According to a YouGov report commissioned by social media agency Diffusion, more and more TV viewers are multi-tasking.
The Social TV Trends Report, which questioned 2,025 internet users aged 18 and over, suggested that 76% of viewers used the internet, a games console or listened to the radio while watching television - up from 58% in last year's survey.
And it suggested 43% of British adults commented on or discussed TV shows they were watching using Twitter, Facebook, other websites and mobile phones.
That figure rose to 68% for 18 to 24-year-olds while a quarter of over-55s were doing the same.
Measuring which TV programmes attract the most comments is a more complicated affair.

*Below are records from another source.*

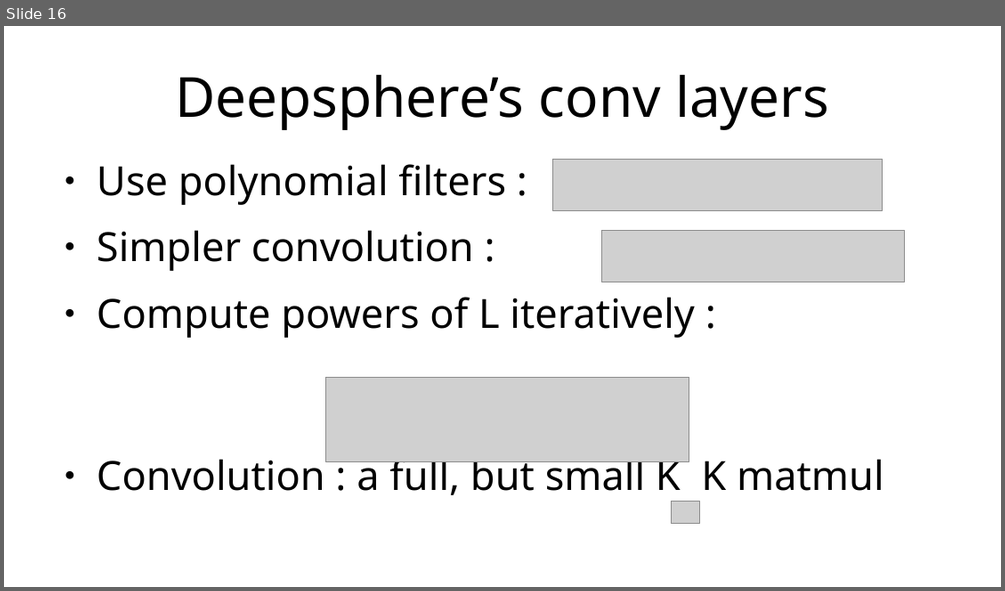
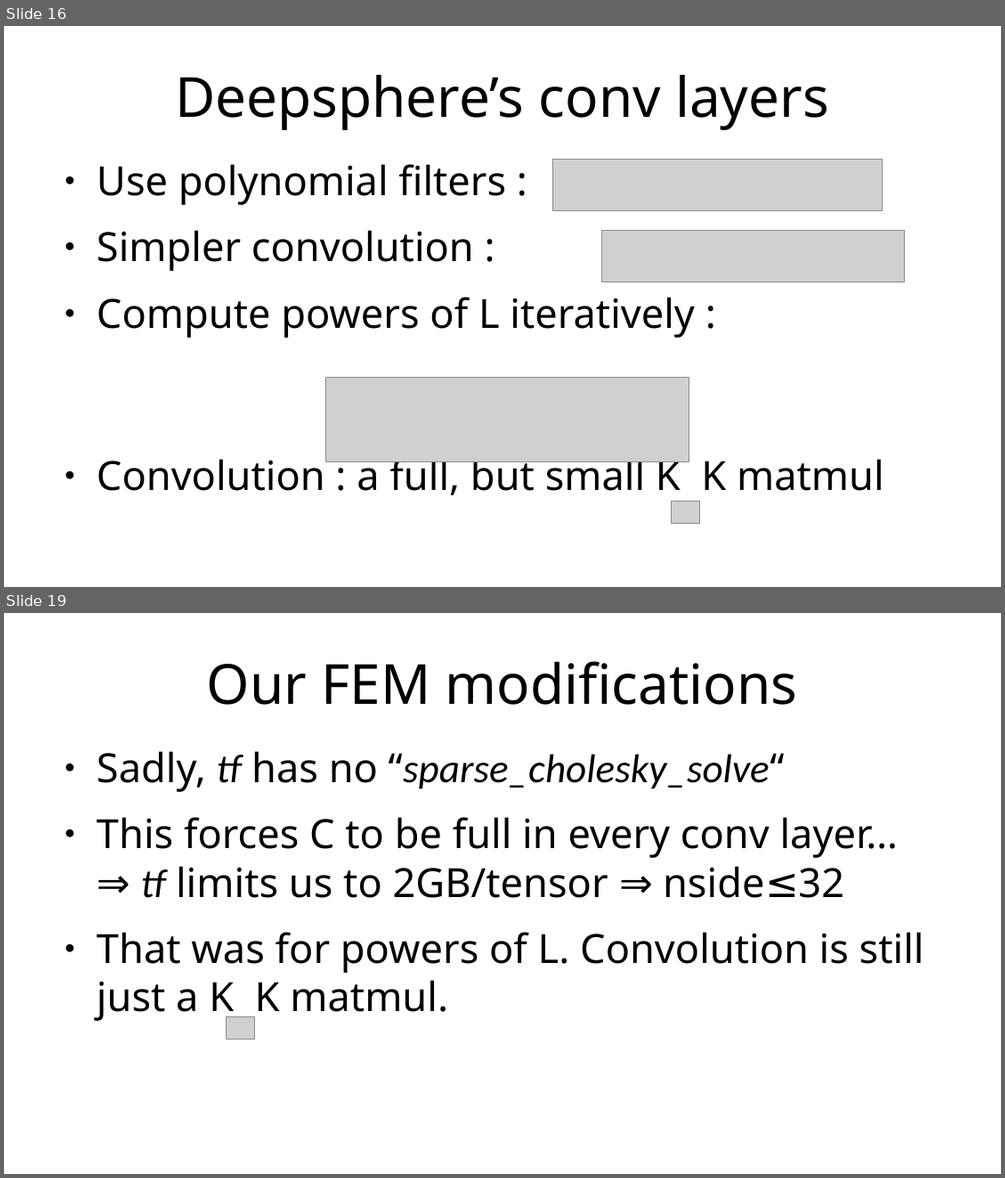
Before and after one commit to maltherd/deepsphere-fem, a slide deck: presentation.odp. Shown one above the other, each under a label of ours: slide 16 before the commit, slides 16 and 19 after it; the slides between them are not shown. The pictures are 1005x591 and 1005x1178 pixels, drawn with LibreOffice and Linux fonts; fonts in the diff are those of the drawing; grey boxes stand for pictures; background and template pictures are left out. Boxes give left, top, right and bottom in pixels: in the first picture for what was removed or moved away, otherwise in the second. Text is boxed around its words. In the diff, an @@ line names an element or a change of style, - is before the commit and + after.

```diff
--- a/presentation.odp
+++ b/presentation.odp
@@ slide 19 added at <box>4,613,1001,1174</box>, background #FFFFFF @@
@@ title added at <box>207,661,798,705</box>, 44 pt, text #000000 @@
+Our FEM modifications
@@ text added at <box>97,751,924,1021</box>, 32 pt, text #000000 @@
+● Sadly, tf has no “sparse_cholesky_solve“
+● This forces C to be full in every conv layer…
+  ⇒ tf limits us to 2GB/tensor ⇒ nside≤32
+● That was for powers of L. Convolution is still just a K K matmul.
@@ picture added at <box>226,1016,255,1039</box> @@
```
Also in this commit, not shown: 2 slides changed, 2 other slides added, 2 slides removed, 2 other files.

According to Twitter analysis carried out by Diffusion for the BBC News website, X Factor is the programme shown in the UK that attracted the most tweets written in English over a period of 30 days, followed by Glee and Strictly Come Dancing/Dancing With the Stars.
But the analysis could not take into account the country in which comments were posted, meaning that tweets recorded as X Factor tweets, for example, could have been written about the US version of the show.

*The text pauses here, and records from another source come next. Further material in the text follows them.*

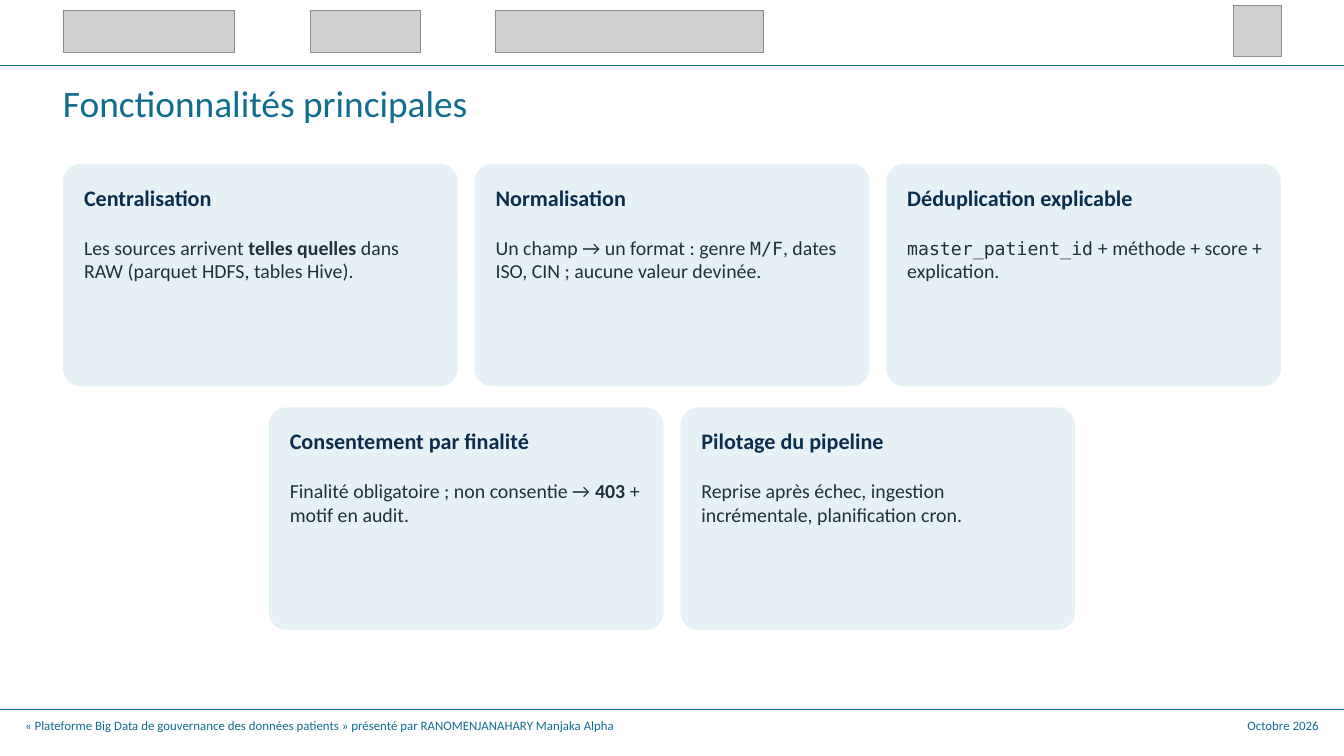
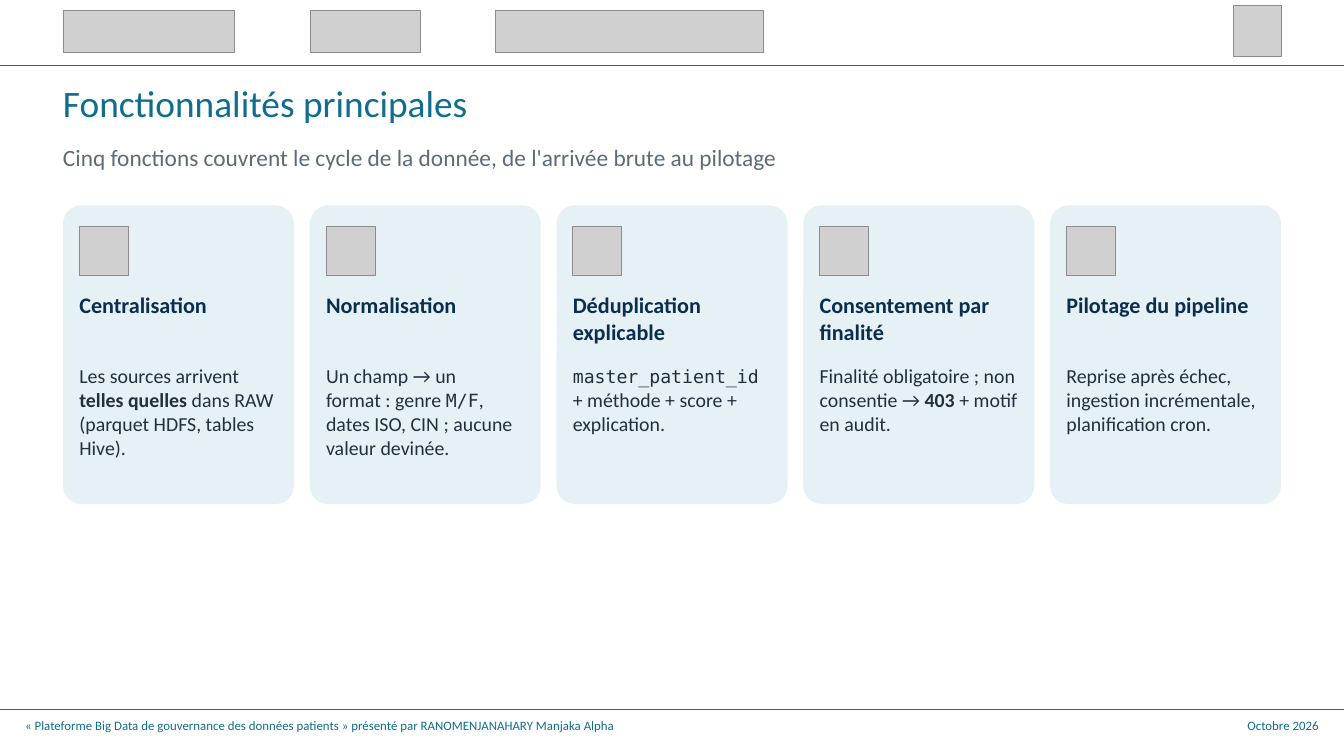
Before and after one commit to Alphamanjaka/test-big-data, a slide deck: slide 14 of documents/slide_soutenance/V2soutenance_m2_mmt_alpha.pptx. Drawn at 1344x756 pixels with LibreOffice and Linux fonts; fonts in the diff are those of the drawing; grey boxes stand for pictures. Boxes give left, top, right and bottom in pixels: in the first picture for what was removed or moved away, otherwise in the second. Text is boxed around its words. In the diff, an @@ line names an element or a change of style, - is before the commit and + after.

```diff
--- a/documents/slide_soutenance/V2soutenance_m2_mmt_alpha.pptx
+++ b/documents/slide_soutenance/V2soutenance_m2_mmt_alpha.pptx
@@ text added at (63, 150, 775, 170), 20 pt, text #5A6B79 @@
+Cinq fonctions couvrent le cycle de la donnée, de l'arrivée brute au pilotage
@@ rounded rectangle: place and size @@
-rounded rectangle at (63, 164, 458, 386)
+rounded rectangle at (63, 205, 294, 504)
@@ rounded rectangle: place and size @@
-rounded rectangle at (475, 164, 869, 386)
+rounded rectangle at (310, 205, 541, 504)
@@ rounded rectangle: place and size @@
-rounded rectangle at (886, 164, 1281, 386)
+rounded rectangle at (556, 205, 787, 504)
@@ rounded rectangle: place and size @@
-rounded rectangle at (269, 407, 664, 630)
+rounded rectangle at (803, 205, 1034, 504)
@@ rounded rectangle: place and size @@
-rounded rectangle at (680, 407, 1075, 630)
+rounded rectangle at (1050, 205, 1281, 504)
@@ picture added at (79, 226, 128, 275) @@
@@ picture added at (326, 226, 375, 275) @@
@@ picture added at (573, 226, 622, 275) @@
@@ picture added at (820, 226, 869, 275) @@
@@ picture added at (1066, 226, 1115, 275) @@
@@ text "Centralisation": place and size @@
-text "Centralisation" at (84, 190, 212, 206)
+text "Centralisation" at (79, 297, 207, 313)
@@ text "Normalisation": place and size @@
-text "Normalisation" at (496, 190, 626, 206)
+text "Normalisation" at (326, 297, 456, 313)
@@ text "Déduplication explicable" rewrapped from (907, 190, 1132, 210) to (573, 297, 701, 344) @@
@@ text "Consentement par finalité" rewrapped from (290, 433, 528, 453) to (820, 298, 990, 340) @@
@@ text "Pilotage du pipeline": place and size @@
-text "Pilotage du pipeline" at (701, 433, 883, 453)
+text "Pilotage du pipeline" at (1066, 297, 1248, 317)
@@ text "Les sources arrivent telles quelles ..." rewrapped from (84, 241, 399, 281) to (79, 369, 273, 458) @@
@@ text "Un champ → un format ..." rewrapped from (496, 241, 836, 280) to (326, 369, 512, 455) @@
@@ text "master_patient_id + méthode + score ..." rewrapped from (907, 241, 1248, 281) to (573, 369, 759, 434) @@
@@ text "Finalité obligatoire ; non consentie ..." rewrapped from (290, 484, 625, 522) to (820, 369, 1017, 431) @@
@@ text "Reprise après échec, ingestion incrémentale, ..." rewrapped from (701, 484, 962, 525) to (1066, 369, 1255, 434) @@
```
Also in this commit, not shown: 10 other slides changed, 24 other files.

One Facebook user, who did not wish to be named, said Strictly was her "reason for living at the weekend".
So far this series, the 35-year-old fashion buyer's comments have included that Holly Valance and her dance partner Artem Chigvintsev seem "v distant" and that "the celebs really are rubbish… save Jason Donovan - he's ace".
The mother of one adds: "It's like having a conversation in the pub but, as I can't go out because I have a baby, it's the next best thing."
Sami Brookes became the third X Factor act to be booted out
The Sun's TV critic and self-confessed technophobe Ally Ross, meanwhile, says social networking is "pointless, meaningless, humourless and I don't wanna know".
And as a critic, tweeting about programmes would be "robbing Peter to pay Paul" and "a waste of good lines", he adds.
Despite the popularity of PVR boxes and on-demand viewing, past predictions about the death of "linear" TV watching have proved wide of the mark.
While some think this is partly down to social networking, Ross says the live nature of X Factor and Strictly Come Dancing makes it "imperative" to watch them as they happen.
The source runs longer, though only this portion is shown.